Black parents too often are giving their children everything, and ask nothing in return. When anything bad happens to their kids, it's always somebody else's fault. And you the neighbor, you the teacher, you the policeman or you the aunt or uncle, had better not say "nothin to Meeka or Rah-Rah 'cause I had them."
The result is a growing number of young people who have no respect for themselves, their parents, their teachers, property, the law, even life itself. They have a sense of entitlement, fear nothing, have no conscience, do whatever they want.
And when the kids get into trouble with the law, their parents talk the talk about the white man as if he's somehow responsible for the mess they're in.

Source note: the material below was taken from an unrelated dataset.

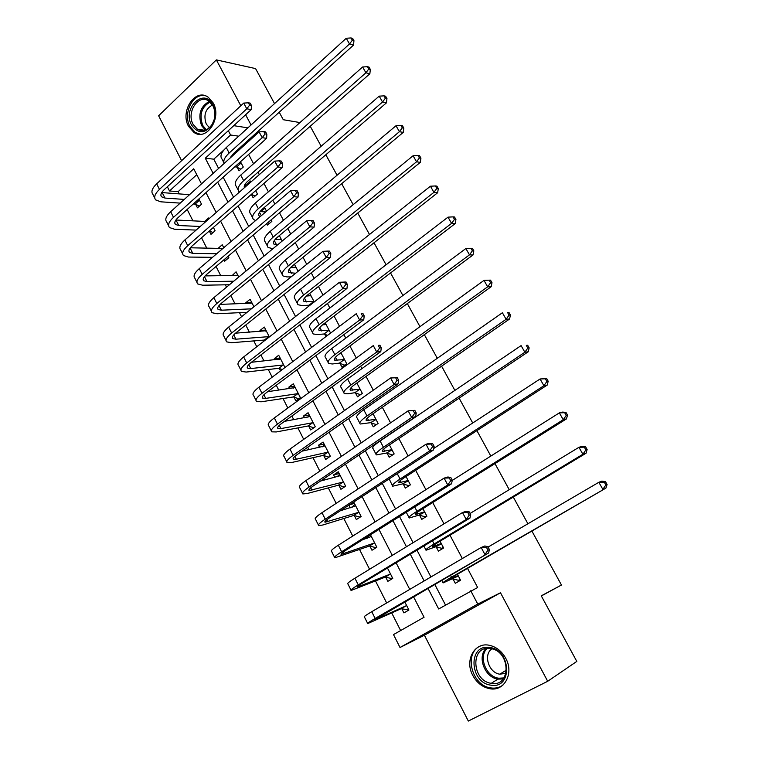<?xml version="1.0" encoding="UTF-8"?>
<svg xmlns="http://www.w3.org/2000/svg" width="759" height="759" viewBox="0 0 759 759"><rect width="100%" height="100%" fill="white"/><g stroke="black" fill="none" stroke-linecap="round" stroke-linejoin="round"><path stroke-width="1.14" d="M188.536 126.326L193.924 132.417C206.495 141.572 222.102 118.195 213.232 103.006L208.222 97.237C195.414 87.617 179.75 111.175 188.536 126.326M472.829 675.491C476.88 682.853 482.544 687.265 489.792 688.717C504.384 691.772 514.241 673.233 505.731 658.271C501.87 651.355 496.566 647.057 489.821 645.397C474.707 641.497 464.28 660.264 472.829 675.491M196.761 174.684L178.137 191.657L169.494 190.974L167.359 186.742M274.54 103.594L255.574 68.595L216.353 59.885L158.631 115.776L181.619 160.69M500.494 592.76L424.404 635.217L468.322 721.05L547.694 681.278L500.494 592.76L477.753 604.069L400.021 647.503L393.504 634.6L424.063 617.257L413.494 596.678M424.404 635.217L400.021 647.503M178.137 191.657L179.276 193.906M187.169 209.465L192.938 220.841M201.514 237.766L206.771 248.136M211.419 257.31L211.752 257.965M216.059 266.456L220.784 275.783M225.366 284.805L226.543 287.149M230.802 295.536L234.996 303.799M239.483 312.67L241.552 316.74M245.755 325.023L249.388 332.195M253.8 340.905L256.76 346.74M260.906 354.927L263.971 360.971M268.307 369.519L272.187 377.176M276.285 385.259L278.762 390.145M283.003 398.513L287.841 408.048M291.873 416.017L293.752 419.708M297.907 427.905L303.714 439.357M307.699 447.212L308.941 449.679M313.012 457.696L319.824 471.13M323.742 478.863L324.349 480.067M328.315 487.895L336.161 503.359M343.836 518.511L352.745 536.072M359.576 549.554L369.567 569.269M375.534 581.033L386.654 602.959M391.72 612.959L400.638 630.558M531.898 531.053L561.451 585.018L541.262 595.824L576.802 661.412L547.694 681.278M401.796 608.765L403.911 612.902L408.921 610.018L404.718 601.783M385.752 577.276L387.83 581.366L392.773 578.415L387.469 568.036M369.927 546.224L371.976 550.256L376.844 547.239L370.477 534.782M365.639 537.818L366.047 538.605M354.32 515.598L356.341 519.573L361.132 516.5L353.732 502.022M348.979 505.124L350.335 507.79M338.922 485.39L340.914 489.308L345.63 486.177L338.267 471.766L333.59 474.925L334.842 477.383M323.732 455.58L325.706 459.451L330.345 456.263L323.078 442.051L318.467 445.258L319.558 447.393M308.742 426.178L310.687 429.992L315.26 426.748L308.097 412.725L303.553 415.998L304.482 417.811M293.961 397.166L295.877 400.932L300.384 397.631L293.306 383.798L288.837 387.118L289.606 388.627M284.986 367.517L278.714 355.25L274.312 358.618L274.929 359.832M279.369 368.532L280.555 370.866M269.35 336.93L264.322 327.072L259.976 330.488L260.451 331.408M253.942 306.769L250.109 299.264L245.831 302.727L246.153 303.372M238.743 277.035L236.077 271.817L232.045 275.688M223.943 259.777L224.673 261.219L228.857 257.69L228.117 256.248M223.763 247.719L222.235 244.73L218.127 248.373M209.275 231.011L210.983 234.351L215.101 230.774L213.393 227.425M208.981 218.81L208.564 217.975L204.645 221.419M195.708 204.389L197.463 207.824L201.524 204.209L198.858 199M427.953 588.263L438.674 608.974L477.639 587.504L467.535 568.396M462.335 558.548L449.992 535.218M443.977 523.843L432.715 502.534M425.903 489.659L415.676 470.324M408.105 455.998L398.892 438.579M390.572 422.848L382.346 407.289M378.276 399.585L377.574 398.266M373.305 390.192L366.028 376.436M361.901 368.637L360.62 366.208M356.294 358.03L349.946 346.019M345.762 338.116L343.922 334.624M339.529 326.332L334.093 316.038M329.852 308.031L327.461 303.496M323.021 295.099L318.448 286.466M314.169 278.363L311.237 272.823M306.74 264.322L303.031 257.301M298.695 249.113L295.251 242.595M290.706 233.99L287.822 228.544M283.439 220.262L279.492 212.786M274.9 204.095L272.823 200.167M268.392 191.809L263.952 183.412M259.312 174.627L258.022 172.179M253.553 163.735L248.639 154.447M243.943 145.576L243.421 144.571M224.038 149.846L213.791 159.181L218.611 168.451M223.174 177.236L233.563 197.226M238.089 205.926L248.734 226.419M253.212 235.024L264.123 256.02M268.544 264.53L279.72 286.048M284.094 294.464L295.555 316.512M299.871 324.824L311.617 347.413M315.877 355.62L327.907 378.769M332.119 386.862L344.444 410.581M348.59 418.56L361.227 442.877M365.307 450.732L378.257 475.646M382.28 483.388L395.543 508.919M399.5 516.528L413.095 542.694M416.985 550.171L430.922 576.982M434.736 584.316L445.524 605.084M453.076 579.079L455.286 583.31L460.58 580.255L457.43 574.259M436.226 546.954L438.408 551.119L443.626 547.998L440.049 541.214M419.613 515.276L421.767 519.384L426.9 516.205L422.934 508.653M403.238 484.043L405.363 488.094L410.41 484.849L406.056 476.567M387.09 453.246L389.187 457.241L394.158 453.939L389.424 444.935M371.17 422.877L373.229 426.814L378.124 423.456L373.02 413.75M355.459 392.915L357.498 396.805L362.318 393.39L356.853 383.01M339.966 363.371L341.977 367.204L346.721 363.741L340.914 352.707M330.601 333.078L325.203 322.812M324.691 334.235L325.934 336.598M314.226 301.949L309.7 293.344M298.097 271.276L294.416 264.274M282.196 241.039L279.407 235.736L275.574 238.933M266.684 223.62L267.453 225.081L271.855 221.372L271.086 219.901M266.523 211.239L264.929 208.194L260.887 211.647M251.352 194.38L253.136 197.776L257.472 194.019L255.679 190.613M251.077 181.856L250.631 181.022L246.922 184.276M237.178 167.341L239.009 170.832L243.278 167.027L240.489 161.733M310.222 126.25L321.171 146.24M325.829 154.77L337.053 175.244M341.673 183.687L353.163 204.664M357.736 213.023L369.5 234.503M374.026 242.766L386.084 264.777M390.553 272.955L402.906 295.498M407.327 303.572L419.974 326.664M424.338 334.643L437.298 358.295M441.605 366.17L454.878 390.401M459.129 398.162L472.724 422.991M476.908 430.638L490.836 456.074M494.963 463.607L509.232 489.669M513.293 497.079L527.913 523.776M541.338 595.976L561.451 585.018M251.058 124.979L245.612 114.77M240.821 105.776L216.353 59.885M247.899 127.854L233.763 125.671M228.317 130.681L230.594 135.007L205.291 158.195L213.146 173.375M238.762 136.184L230.594 135.007M470.741 590.768L477.753 604.069M279.217 112.228L283.278 119.723L299.957 122.569M201.496 183.896L193.725 168.783L169.494 190.974M409.756 589.401L396.094 562.808M392.289 555.398L378.959 529.44M375.088 521.898L362.081 496.576M358.134 488.891L345.44 464.176M341.436 456.377L329.045 432.25M324.985 424.338L312.888 400.79M308.761 392.754L296.959 369.775M292.775 361.635L281.257 339.207M277.016 330.952L265.773 309.065M261.485 300.706L250.517 279.34M246.172 270.887L235.461 250.034M231.068 241.485L220.622 221.135M216.182 212.492L205.974 192.625M217.691 182.151L228.013 202.103M232.51 210.784L243.098 231.229M247.548 239.816L258.392 260.764M262.785 269.255L273.904 290.725M278.249 299.122L289.634 321.114M293.932 329.415L305.602 351.948M309.843 360.136L321.797 383.229M325.981 391.312L338.229 414.974M342.356 422.934L354.908 447.184M358.969 455.03L371.834 479.878M375.828 487.601L389.016 513.065M392.944 520.655L406.454 546.746M410.315 554.203L424.158 580.948M213.791 159.181L205.291 158.195M222.985 248.383L218.08 248.278M237.852 275.28L231.865 275.327M251.76 302.499L245.831 302.727M265.859 330.08L259.976 330.488M280.128 358.011L274.312 358.618M294.596 386.322L288.837 387.118M309.255 415.002L303.553 415.998M324.112 444.062L318.467 445.258M339.159 473.521L333.59 474.925M354.425 503.369L349.387 504.858M325.677 323.714L323.865 323.837M310.744 295.317L307.063 295.431M296.01 267.31L290.849 267.291M460.191 579.506L458.502 580.265L460.106 579.335M457.781 575.891L449.499 579.43L455.125 575.588L605.91 488.122L451.52 577.182C445.011 580.986 442.222 582.893 443.133 582.903L458.36 576.024M458.502 580.265L452.497 578.956M605.862 484.954L607.077 484.47L605.473 481.652L604.249 482.126L605.862 484.954L602.855 489.346L598.842 482.288L488.084 547.068M604.249 482.126L598.842 482.288L601.906 481.102L605.473 481.652M607.077 484.47L605.91 488.122M408.465 609.116L407.327 609.771L401.217 608.661L406.217 605.758L374.187 620.075L488.587 552.988L375.145 618.452C369.32 621.877 366.844 623.575 367.726 623.575L401.217 608.661M408.522 609.23L407.327 609.771M406.217 605.758L406.805 605.862M487.971 550.18L489.422 549.563L487.914 546.746L486.453 547.362L487.971 550.18L484.944 554.554L481.168 547.495L371.749 611.697C365.942 615.132 363.485 616.868 364.396 616.915L367.603 623.329M486.453 547.362L481.168 547.495L484.84 545.968L487.914 546.746M489.422 549.563L488.587 552.988M443.417 547.609L441.7 548.283L443.275 547.334M440.846 543.681L432.393 546.746C431.71 546.575 433.512 545.19 437.791 542.581L586.033 453.237L582.893 454.262L434.12 543.985C427.725 547.894 425.04 549.962 426.074 550.209L435.647 546.812L441.425 543.824M441.7 548.283L435.647 546.812M585.891 449.916L587.134 449.508L585.559 446.738L584.307 447.136L585.891 449.916L582.893 454.262L578.937 447.307L470.077 513.464M584.307 447.136L578.937 447.307L582.096 446.32L585.559 446.738M587.134 449.508L586.033 453.237M426.871 516.148L425.135 516.746L426.681 515.788M424.158 511.927L415.534 514.536C414.775 514.213 416.501 512.714 420.704 510.048L566.47 418.892L563.244 419.718L416.976 511.281C410.695 515.276 408.124 517.505 409.253 517.98L419.034 515.114L424.736 512.088M425.135 516.746L419.034 515.114M566.223 415.429L567.514 415.107L565.958 412.374L564.668 412.687L566.223 415.429L563.244 419.718L559.355 412.877L452.231 480.419M564.668 412.687L559.355 412.877L562.59 412.09L565.958 412.374M567.514 415.107L566.47 418.892M409.462 485.466L410.325 484.678M407.697 480.618L398.911 482.781C398.077 482.316 399.727 480.713 403.864 477.98L547.211 385.079L543.909 385.714L400.069 479.043C393.902 483.132 391.435 485.523 392.688 486.215L402.659 483.872L408.276 480.789M408.797 485.656L402.659 483.872M546.878 381.473L548.188 381.227L546.66 378.542L545.341 378.788L546.878 381.473L543.909 385.714L540.076 378.978L433.731 448.474M389.177 478.882L392.337 485.551M545.341 378.788L540.076 378.978L546.66 378.542M548.188 381.227L547.211 385.079M392.441 577.76L391.321 578.434L385.164 577.153L390.088 574.193L357.565 586.992C356.901 586.84 358.495 585.597 362.328 583.254L469.925 518.122L466.206 519.479L358.257 584.876C352.537 588.377 350.165 590.236 351.151 590.455L385.164 577.153M392.526 577.941L391.321 578.434M390.088 574.193L390.676 574.316M469.214 515.162L470.703 514.63L469.214 511.86L467.724 512.391L469.214 515.162L466.206 519.479L462.497 512.534L354.918 578.216C349.206 581.736 346.854 583.633 347.869 583.889L350.962 590.066M467.724 512.391L462.497 512.534L466.225 511.215L469.214 511.86M470.703 514.63L469.925 518.122M376.635 546.831L375.534 547.514L369.339 546.091L374.187 543.064L341.18 554.383C340.459 554.089 341.977 552.742 345.743 550.341L451.548 483.787L447.753 484.954L341.626 551.774C336 555.37 333.723 557.391 334.814 557.818L369.339 546.091M376.758 547.078L375.534 547.514M367.375 538.15L368.978 535.731M374.187 543.064L374.775 543.207M371.322 536.452L362.404 539.858M450.751 480.694L452.269 480.229L450.808 477.506L449.29 477.952L450.751 480.694L447.753 484.954L444.1 478.113L338.324 545.218C332.717 548.833 330.469 550.873 331.579 551.347L334.548 557.286M449.29 477.952L444.1 478.113L447.905 476.984L450.808 477.506M452.269 480.229L451.548 483.787M354.861 504.242L352.148 507.249M361.037 516.329L359.956 517.021L353.722 515.446L358.504 512.363L325.032 522.239C324.245 521.803 325.696 520.361 329.406 517.904L433.455 449.983L429.594 450.96L325.231 519.165C319.7 522.847 317.528 525.01 318.714 525.645L322.917 524.981L353.722 515.446M360.648 516.813L359.956 517.021M358.504 512.363L359.092 512.515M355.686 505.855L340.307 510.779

Oddly enough, the white man is the least of our worries in black communities because it isn't the white man who's killing us at alarming rates. We're doing that all by ourselves over he-said/she-said on Facebook, sneakers, cellphones, drugs, money, a look, a bump on the sidewalk, you name it.
As this senseless violence plays out in our communities week after week, we can count on seeing an outraged Mayor Nutter or Police Commissioner Ramsey on the news. And that's it.
There's all too little outrage among the people who live in these communities - people too frightened to speak up, walk down the street at night or sit on their front steps when the weather gets warm. All too little outrage from church leaders or civil-rights groups - folks who'd march on Washington if the Klan was terrorizing our neighborhoods and killing black folks at the rate in which these black clans are doing the same thing.